Baca Juga: Studi Terbaru: Lumpur Lapindo Sumber Emisi Gas Metana Terbesar di Bumi

Pembangkit listrik tenaga batu bara merupakan salah satu industri penghasil emisi yang tinggi. (Kodda/Thinkstock)

Ueckerdt bersama timnya menulis, produksi listrik terbarukan dapat meningkat pesat sering jatuhnya biaya, tetapi itu baru sebagian kecil dari energi yang digunakan secara keseluruhan. Sebab sebagian besar energi secara mendasar disediakn oleh batu bara, minyak, dan gas.

Mereka pun berpendapat, penggunaan listrik secara langsung memang efisien, tetapi membutuhkan penemuan lebih baru pada jenis mobil dan sistem pemanas.

Penggunana listrik untuk membuat hidrogen dari air, dan kemudian menggunakan karbon dioksida untuk membuat bahan bakar lain, dapat menghasilkan pengganti kekurangan dari bahan bakar fosil.

Kendati demikian, pengembangan lewat reaksi kimia itu tidak dapat dilakukan dalam skala yang lebih besar untuk mengatasi darurat iklim tepat waktu.

Dalam laporan itu, mereka menulis pengembangan dalam teknologi dan pajak karbon yang meningkat cepat adalah jawaban untuk target batas emsisi global itu.

“Karena itu, kita harus memprioritaskan bahan bakar berbasis hidrogen yang berharga itu untuk hal-hal yang sangat diperlukan: penerbangan jarak jauh, bahan baku dalam produksi kimia, dan produksi baja,” sarannya.

Cara terbaik untuk menggunakan BBH demi mewujudkan target batas emisi global adalah elektrifikasi yang harus didihulukan untuk memastikan masa depan yang aman, terang para peneliti.

Baca Juga: Mobil Listrik Tesla Melesat ke Antariksa

Awan jamur hasil dari uji coba bom hidrogen AS di Kepulauan Bikini, 1 Maret 1954. (Wikimedia Commons)

Mereka menghitung, bahwa produksi dan hasil pembakaran BBH di ketel gas rumahan dapat membutuhkan enam hingga 14 lebih banyak listrik daripada pompa pemanas yang memberikan kehangatan yang sama.

Penyebabnya, ada energi yang terbuang sia-sia untuk memproduksi hidrogen, yang kemudian jadi listrik, hingga ke proses pembakaran.

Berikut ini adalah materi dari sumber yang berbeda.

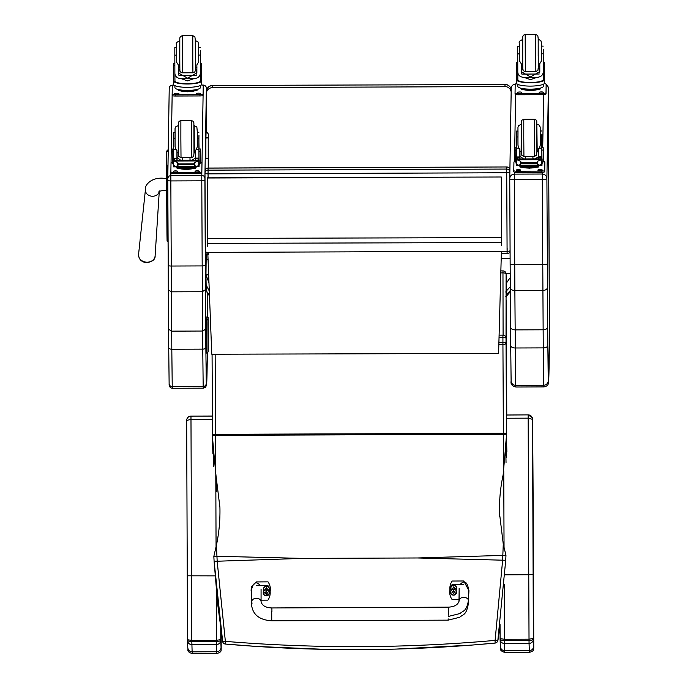 <?xml version="1.0" encoding="UTF-8"?>
<svg xmlns="http://www.w3.org/2000/svg" width="688" height="688" viewBox="0 0 688 688"><rect width="100%" height="100%" fill="white"/><g stroke="black" fill="none" stroke-linecap="round" stroke-linejoin="round"><path stroke-width="1.03" d="M212.859 453.495L212.446 436.751L213.332 447.054M213.34 447.656L216.032 475.898L216.428 491.395M506.867 451.62L506.463 435.685L505.663 445.033L506.033 462.465M503.272 544.191L502.627 560.29L495.102 640.39C405.051 648.397 315.138 648.724 225.363 641.371L225.44 644.071C315.181 651.828 405.051 651.502 495.068 643.082L495.102 640.39L497.837 640.459L505.732 560.264A121.045 17.097 -87.6 0 0 505.964 555.302L503.272 544.191L499.514 513.343C499.196 500.357 500.408 487.534 503.143 474.849L505.628 446.589M216.419 545.231L213.839 556.368A121.045 18.172 87.2 0 0 214.106 561.322L222.645 641.457L225.363 641.371L217.184 561.331L216.419 545.231C219.068 532.744 220.229 520.111 219.919 507.34L216.032 475.898M302.342 558.389L216.918 556.265L213.839 556.368L214.106 561.331L302.342 558.389L417.453 557.977L505.732 560.264M503.143 474.849L503.53 490.355M499.041 337.507L502.911 337.498A3.096 0.731 -0.1 0 1 506.024 338.212L506.084 273.979A3.096 1.109 179.9 0 0 502.971 272.878L502.971 270.891L500.864 270.9M214.106 561.331L217.666 603.961L222.645 641.457A3.096 3.096 -160.9 0 0 225.432 644.063L256.59 646.436L325.295 649.369L360.46 649.644L395.669 649.102L471.762 645.086L495.068 643.082A3.096 3.096 -160.9 0 0 497.837 640.459L498.026 639.917A3.096 3.096 19.1 0 1 497.888 640.476A3.096 3.096 0 0 0 498.026 639.917L500.038 625.444L498.026 639.917M502.919 335.125L502.928 344.473A3.096 1.281 -0.3 0 0 506.033 343.174L506.024 338.212A3.096 3.01 178.7 0 0 506.024 338.152A3.096 3.096 0 0 0 502.919 335.125L499.101 335.142M221.175 632.083L221.166 649.128A131.847 0.593 -90.2 0 1 221.054 647.451L220.779 639.608L216.436 640.339L216.436 641.612C219.111 641.543 220.556 640.881 220.779 639.608A1184.125 5.315 -90.2 0 1 220.736 628.574M221.166 649.128L221.072 650.04C221.407 651.459 219.988 652.62 216.84 653.514A136.181 0.611 89.8 0 1 216.737 651.751C219.36 651.493 220.805 650.057 221.054 647.451M220.788 640.279C220.538 642.876 219.102 644.303 216.471 644.57L216.737 651.751L192.124 651.846C189.492 651.605 188.048 650.177 187.781 647.571M216.23 589.728A1188.46 5.341 89.8 0 0 216.436 640.339L191.823 640.425L187.506 639.728C187.721 641.001 189.166 641.655 191.832 641.698L191.823 640.425A1188.46 5.341 -90.2 0 1 191.565 575.959L190.972 416.171C188.65 416.352 187.231 417.564 186.706 419.8L186.663 420.463L190.972 419.388L212.377 419.31M187.506 639.728L187.256 575.804A1184.125 5.315 89.8 0 0 187.506 639.728M187.781 647.718L187.514 640.399C187.781 642.996 189.226 644.415 191.857 644.656L216.471 644.57L216.436 641.612L191.832 641.698L192.124 651.846A136.181 0.611 -90.2 0 0 192.227 653.6C186.018 651.467 188.607 650.151 187.781 647.692M532.684 434.317L532.684 434.334A174.743 0.783 -90.2 0 1 533.037 482.993A4.334 2.047 179.7 0 1 533.037 482.993L533.045 484.438A4.334 1.746 179.7 0 1 533.045 484.438A4.334 1.746 179.7 0 1 533.045 484.429A601.966 2.7 -90.2 0 1 533.664 607.237L533.75 647.993A131.847 0.593 -90.2 0 1 533.639 646.316L533.372 638.464L529.02 639.195L529.029 640.468C531.695 640.408 533.14 639.737 533.372 638.464A1184.125 5.315 -90.2 0 1 533.114 574.549L532.521 419.061L532.168 417.53L528.169 414.941L528.169 418.158L532.529 419.345C531.377 419.68 535.66 418.76 528.178 414.881L528.169 414.89A4.334 4.326 6.2 0 1 532.521 419.198L532.521 419.198M533.75 647.993L533.656 648.904M533.639 646.316C533.389 648.922 531.944 650.358 529.321 650.616A136.181 0.611 89.8 0 0 529.425 652.37C532.572 651.484 533.991 650.315 533.664 648.879M533.372 639.143C533.123 641.732 531.686 643.168 529.055 643.426L529.321 650.616L504.708 650.702C502.077 650.461 500.632 649.042 500.365 646.436M500.09 638.584C500.305 639.857 501.75 640.519 504.416 640.562L504.407 639.29L500.09 638.584L500.038 624.515A1184.125 5.315 89.8 0 0 500.09 638.584L500.099 639.264C500.365 641.852 501.81 643.271 504.442 643.521L529.055 643.426L529.029 640.468L504.416 640.562L504.708 650.702A136.181 0.611 -90.2 0 0 504.811 652.465C498.602 650.332 501.191 649.008 500.365 646.557L500.099 639.35M271.726 619.518L271.708 611.537L271.726 619.518M468.425 588.679L468.433 595.455M458.973 599.411L452.042 599.437A12.762 12.762 13.9 0 1 451.982 584.757L463.592 584.714M459.145 590.287L458.973 601.682M468.752 594.423L468.941 590.631L463.764 580.982L452.154 581.033A12.762 12.762 -166.1 0 0 450.236 585.264A12.762 12.762 13.9 0 1 452.145 581.059L463.755 581.007L468.932 590.657M271.726 612.836L271.743 620.825L448.155 620.146L448.129 618.839M251.619 596.634L251.129 590.485M269.464 588.618A12.762 12.762 13.9 0 1 267.899 600.151L261.07 600.177M256.228 585.514L267.838 585.471A12.762 12.762 13.9 0 1 269.077 587.638M251.782 591.087L251.61 605.216C252.883 614.805 259.591 620 271.743 620.825M269.816 595.911L269.825 595.885A12.762 12.762 -166.1 0 0 269.825 595.885A12.762 12.762 -166.1 0 0 270.135 591.62A12.762 12.762 -166.1 0 0 268.01 581.859A12.762 12.762 13.9 0 1 270.135 591.654M451.302 590.055A3.044 3.044 -166.1 0 0 450.597 591.37A3.044 3.044 13.9 0 1 450.606 591.362A3.044 3.044 13.9 0 1 451.225 590.141A3.044 3.044 -166.1 0 1 450.769 587.672L451.225 590.141M456.058 590.364L456.686 589.134A3.044 3.044 -166.1 0 1 456.058 590.364A3.044 3.044 13.9 0 1 456.514 592.824A3.044 3.044 13.9 0 1 456.514 592.832A3.044 3.044 -166.1 0 0 455.989 590.27M453.573 595.043A2.933 2.933 13.9 0 1 451.01 590.657A2.933 2.933 13.9 0 1 456.092 590.631A2.933 2.933 13.9 0 1 453.573 595.043M453.332 591.31L453.435 591.052A2341.384 214.407 -90 0 0 453.358 590.639L452.73 591.912L451.947 591.938A1.617 1.617 -166.1 0 0 451.947 592.325L452.738 592.351L453.366 593.615A2341.384 214.699 -90.4 0 0 453.444 593.168A1.066 1.066 13.9 0 0 453.676 593.168L454.613 592.222A2341.384 245.693 179.5 0 1 455.043 592.308L455.164 592.308A1.617 1.617 -166.1 0 0 455.155 591.929L454.364 591.912L453.736 590.631A2341.384 193.362 89.4 0 0 453.667 591.052L454.613 591.99A1.066 1.066 13.9 0 1 454.613 592.222M453.676 593.168A2341.384 193.655 89.8 0 0 453.753 593.615L454.372 592.342L455.164 592.308M454.613 591.99A2341.384 162.291 -0.1 0 0 455.043 591.929L455.155 591.929M453.452 591.293L452.498 591.998A1.066 1.066 13.9 0 0 452.498 592.23A2341.384 245.771 179.9 0 0 452.059 592.325L451.947 592.325M451.947 591.938L452.059 591.947A2341.384 162.368 -0.5 0 0 452.498 591.998M452.498 592.23L453.444 593.168M264.011 590.829A3.044 3.044 -166.1 0 0 263.358 592.093A3.044 3.044 13.9 0 1 263.366 592.084A3.044 3.044 13.9 0 1 263.943 590.915A3.044 3.044 -166.1 0 1 263.53 588.507L263.943 590.915M268.862 591.138A3.044 3.044 13.9 0 1 269.275 593.546A3.044 3.044 13.9 0 1 269.275 593.555A3.044 3.044 -166.1 0 0 268.793 591.052M266.333 595.765A2.933 2.933 13.9 0 1 263.771 591.379A2.933 2.933 13.9 0 1 268.845 591.353A2.933 2.933 13.9 0 1 266.333 595.765M266.196 591.775A2341.384 214.407 -90 0 0 266.11 591.353L265.491 592.635L264.699 592.66A1.617 1.617 -166.1 0 0 264.708 593.047L265.491 593.073L266.127 594.337A2341.384 214.699 -90.4 0 0 266.204 593.89A1.066 1.066 13.9 0 0 266.437 593.89L267.374 592.944A2341.384 245.693 179.5 0 1 267.804 593.03L267.916 593.03A1.617 1.617 -166.1 0 0 267.916 592.643L267.125 592.635L266.497 591.353A2341.384 193.362 89.4 0 0 266.419 591.775M266.437 593.89A2341.384 193.655 89.8 0 0 266.505 594.337L267.125 593.065L267.916 593.03M267.374 592.944A1.066 1.066 13.9 0 0 267.374 592.712A2341.384 162.291 -0.1 0 0 267.804 592.652L267.916 592.643M266.084 592.033L265.258 592.721A1.066 1.066 13.9 0 0 265.258 592.953A2341.384 245.771 179.9 0 0 264.82 593.047L264.708 593.047M264.699 592.66L264.82 592.66A2341.384 162.368 -0.5 0 0 265.258 592.721M267.374 592.712L266.523 592.033M265.258 592.953L266.204 593.89M546.891 178.484C546.607 175.784 545.068 174.305 542.29 174.03L542.29 179.577A4.584 1.006 -0.3 0 0 546.891 178.553L548.362 88.408A4.584 0.946 179.7 0 1 548.362 88.408L548.938 213.968A4.584 0.946 179.7 0 1 548.938 213.977L549.42 327.737A4.584 0.576 179.8 0 1 549.42 327.737L549.428 339.373A739.755 3.32 -90.2 0 1 548.241 380.662L547.846 345.428A617.11 2.769 -90.2 0 1 547.734 327.032L546.891 178.553M547.424 287.455C547.149 289.287 545.618 290.293 542.841 290.482L514.865 290.585L514.314 179.68L542.29 179.577L543.142 329.793C545.928 329.612 547.459 328.692 547.734 327.032M547.846 345.428A4.584 2.442 -0.4 0 1 543.262 347.896A621.694 2.795 89.8 0 1 543.142 329.793L515.166 329.887L514.865 290.585C512.078 290.413 510.556 289.416 510.29 287.593L510.591 327.187C510.857 328.83 512.379 329.733 515.166 329.887A621.694 2.795 -90.2 0 0 515.286 347.99A4.584 2.442 179.6 0 1 510.711 345.582A4.584 2.442 179.6 0 1 510.711 345.565A617.11 2.769 89.8 0 1 510.591 327.196L510.143 263.796A4.584 1.006 179.7 0 1 510.143 263.788L510.29 287.593M509.748 178.691A4.584 1.006 179.7 0 0 514.314 179.68L514.314 174.133C511.528 174.425 510.014 175.922 509.748 178.613L510.143 263.788L509.748 178.613M506.402 297.001L506.996 295.608L505.775 296.261M506.695 295.324L506.617 291.162L505.689 291.987M506.101 282.957L506.179 284.239M506.514 282.673L506.867 295.694L510.315 291.764M510.221 277.617L506.523 282.906M208.98 282.794L205.97 274.933L206.219 253.846M510.281 286.767L506.617 290.714M510.307 290.508L506.695 294.825M205.97 275.028L206.09 284.892L209.298 291.05M205.97 274.933L206.194 288.926L206.907 291.712L209.462 295.143M205.91 259.746L208.077 259.737M501.199 258.671L510.126 258.636M206.52 132.586L206.34 93.706A6.192 6.037 0.9 0 1 212.506 87.643L504.975 86.576L505.009 84.538L212.54 85.458L505.009 84.538A6.192 6.037 0.9 0 1 511.201 90.042A6.192 6.192 0 0 0 505.009 84.392M206.374 91.667A6.192 6.037 0.9 0 1 206.374 91.547L206.374 91.547A6.192 6.037 0.9 0 1 212.54 85.604L212.506 87.643M504.975 86.576A6.192 6.037 0.9 0 1 511.167 92.072M208.215 158.747L205.893 158.756L205.901 138.408L207.062 137.351L208.223 138.408L208.232 168.053M204.895 180.127L204.895 178.278L203.889 176.059L201.79 175.268L201.79 180.815L170.839 180.927L170.839 175.38L168.569 176.369L167.76 178.347L168.603 329.311L171.699 331.143L202.642 331.031A621.694 2.795 89.8 0 0 202.762 349.134A3.096 1.651 -0.4 0 0 205.858 347.474A618.598 2.778 -90.2 0 1 205.746 329.165L202.642 331.031L202.341 291.721L171.389 291.832L171.243 266.032L202.186 265.921L202.341 291.721L205.437 289.674L204.895 180.127A3.096 0.679 179.7 0 1 201.79 180.815L202.186 265.921A3.096 0.679 -0.3 0 0 205.291 265.224M168.156 265.362A3.096 0.679 -0.3 0 0 171.243 266.032L170.839 180.927A3.096 0.679 -0.3 0 1 167.76 180.265L168.302 289.82L171.389 291.832L171.699 331.143A621.694 2.795 -90.2 0 0 171.811 349.246L202.762 349.134L203.175 386.493A3.096 3.087 -4 0 0 206.262 383.388L205.858 347.474M251.782 589.255L251.791 601.527A4.644 3.225 -0 0 1 251.791 601.527A4.644 3.225 -0 0 1 256.426 598.302A4.644 3.225 -0 0 1 261.07 601.527C261.982 605.569 265.585 607.71 271.889 607.951L271.923 611.537M449.926 589.633A12.762 12.762 13.9 0 1 450.236 585.29A12.762 12.762 -166.1 0 0 450.236 585.273L450.236 585.264M459.145 588.326L459.145 600.598A4.644 3.225 180 0 1 463.772 597.373A4.644 3.225 180 0 1 468.433 600.572A4.644 3.225 180 0 0 468.433 600.572L468.425 588.369C466.817 581.326 463.979 580.113 459.902 584.731M251.103 590.588L251.292 586.907L256.392 581.936L268.01 581.859L256.4 581.91L251.301 586.873M260.219 585.497C256.392 581.145 253.588 582.194 251.808 588.644M451.371 590.158A2.933 2.933 13.9 0 1 451.818 586.176A2.933 2.933 13.9 0 1 455.817 586.357A2.933 2.933 13.9 0 1 455.912 590.364M453.504 589.246L453.538 589.917A1.505 1.505 13.9 0 0 453.917 589.908L454.536 588.644L455.327 588.61A1.617 1.617 -166.1 0 0 455.327 588.223L454.536 588.206L453.899 586.933A2341.384 193.337 89.4 0 0 453.831 587.346A1.066 1.066 13.9 0 0 453.607 587.346L452.661 588.3A2341.384 162.368 -0.5 0 1 452.231 588.24L452.111 588.24A1.617 1.617 -166.1 0 0 452.111 588.627L453.504 589.246L452.67 588.524A1.066 1.066 13.9 0 1 452.661 588.3M453.607 587.346A2341.384 214.432 -90 0 0 453.521 586.933L452.902 588.214L452.111 588.24M453.942 589.246L454.785 588.515A1.066 1.066 13.9 0 0 454.785 588.283A2341.384 162.299 -0.1 0 0 455.207 588.223L455.327 588.223M455.327 588.61L455.215 588.601A2341.384 245.693 179.5 0 0 454.785 588.515M452.67 588.524A2341.384 245.762 179.9 0 0 452.231 588.618L452.111 588.627M454.785 588.283L453.831 587.346M269.051 587.586A3.044 3.044 13.9 0 1 269.481 588.653M264.08 590.932A2.933 2.933 13.9 0 1 264.605 586.993A2.933 2.933 13.9 0 1 268.569 587.182A2.933 2.933 13.9 0 1 268.716 591.147M266.677 590.872L267.297 589.478L268.088 589.444A1.617 1.617 -166.1 0 0 268.088 589.057L267.967 589.066A2341.384 162.299 -0.1 0 1 267.537 589.126L266.591 588.188A1.066 1.066 13.9 0 0 266.359 588.188A2341.384 214.432 -90 0 0 266.282 587.767L265.663 589.048L264.871 589.074A1.617 1.617 -166.1 0 0 264.871 589.461L266.265 590.08L266.299 590.872M268.088 589.057L267.297 589.04L266.66 587.767A2341.384 193.337 89.4 0 0 266.591 588.188M268.088 589.444L267.967 589.444A2341.384 245.693 179.5 0 0 267.546 589.349A1.066 1.066 13.9 0 0 267.537 589.126M266.359 588.188L265.422 589.134A1.066 1.066 13.9 0 0 265.422 589.367A2341.384 245.762 179.9 0 0 264.992 589.461L264.871 589.461M264.871 589.074L264.983 589.083A2341.384 162.368 -0.5 0 0 265.422 589.134M266.703 590.08L267.546 589.349M265.422 589.367L266.265 590.08M509.834 173.488L509.86 170.039A3.096 0.679 179.7 0 1 509.86 170.048A3.096 3.019 -179.1 0 0 506.755 167.038L506.721 169.067A3.096 3.019 0.9 0 1 509.825 172.077A3.096 0.679 179.7 0 1 506.721 172.765L507.09 251.283A3.096 0.679 -0.3 0 0 510.083 250.767M208.455 254.784L208.43 252.367L507.09 251.283L507.108 253.7A3.096 3.096 0 0 0 510.092 251.395M204.895 178.278L205.015 171.157A3.096 3.019 0.9 0 1 208.094 168.121L208.06 170.16L506.721 169.067L506.721 172.765L208.06 173.858L208.06 170.16A3.096 3.019 -179.1 0 0 204.981 173.127L204.981 173.127A3.096 3.019 -179.1 0 0 204.981 173.187A3.096 0.679 -0.3 0 0 204.981 173.195L204.981 173.195A3.096 0.679 -0.3 0 0 208.06 173.858L208.086 177.822M509.86 170.039A3.096 3.096 0 0 0 506.755 166.96L208.103 168.121M507.142 251.593L507.142 247.895M208.43 252.367A3.096 0.679 179.7 0 1 205.342 251.705L204.981 173.195A3.096 3.096 0 0 1 204.981 173.127L205.015 171.097A3.096 3.096 0 0 1 208.094 168.053L506.755 166.96M204.981 173.195L205.342 251.705A3.096 3.096 0 0 0 207.879 254.732M207.785 252.358L211.775 354.225L498.602 353.426L501.397 251.301M501.535 237.394L501.303 177.005L207.286 177.822L207.544 246.201M501.303 177.005L207.286 177.994M501.303 177.169L501.561 245.375M208.034 324.383A1.238 1.23 2.3 0 1 208.111 324.813L208.163 328.339A1.238 1.238 0 0 1 208.146 328.486A1.238 1.23 -177.7 0 0 208.163 328.339L208.206 330.971A1.238 1.238 0 0 0 208.154 330.636A1.238 1.23 2.3 0 1 208.206 330.971L208.223 335.778A1.238 1.23 2.3 0 1 208.223 335.83L208.223 335.83A1.238 1.23 2.3 0 1 208.223 335.882M208.163 331.779L208.146 328.339A1.238 1.23 -177.7 0 0 208.163 328.288L208.206 339.984A1.238 1.23 -177.7 0 0 208.189 339.795M208.258 349.564A1.238 1.23 2.3 0 1 208.258 349.616L208.18 320.436C207.888 315.474 208.61 318.406 206.899 316.85L206.804 353.142L208.172 351.869A1.238 1.23 2.3 0 1 208.172 351.886A1.238 1.23 2.3 0 0 208.172 351.817L208.129 318.166L208.172 351.817M199.056 148.961L198.927 142.769M200.432 161.869A14.035 3.079 -0.3 0 0 200.432 161.861A14.035 3.079 -0.3 0 0 200.432 161.843L200.285 151.326L198.987 151.326L198.987 148.961L200.285 148.952L200.285 151.326M173.221 163.28L172.318 163.288L172.215 149.055L173.471 149.047M199.09 165.249L199.038 166.797L198.815 165.438M195.134 166.651L177.022 166.47M173.505 165.679L173.565 166.883L177.358 166.874M198.952 149.356L196.527 149.365L197.327 146.424L197.301 138.125L198.909 138.125L198.952 158.713L197.404 160.485M198.952 160.106L198.952 158.713L195.487 158.739L195.487 160.123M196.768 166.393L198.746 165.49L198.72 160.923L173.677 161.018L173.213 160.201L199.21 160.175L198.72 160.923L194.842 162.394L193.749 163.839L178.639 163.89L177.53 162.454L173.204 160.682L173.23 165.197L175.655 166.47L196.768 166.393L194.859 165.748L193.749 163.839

Sedangkan mobil energi listrik, penggunaan e-fuelnya justru cenderung lima kali lebih banyk daripada yang dibutuhkan untuk mobil bertenaga baterai.

"Saat ini kita jauh dari 100% listrik terbarukan. Jika diproduksi dengan campuran listrik saat ini [di Eropa], BBH akan meningkatkan--bukan menurunkan--emisi gas rumah kaca, [dibandingkan dengan] penggunaan bahan bakar fosil," papar para peneliti.

“Namun, ini juga dapat jadi momentum yang kuat sebagai solusi skala besar dan jangka panjang untuk dekarbonisasi jaringan gas.”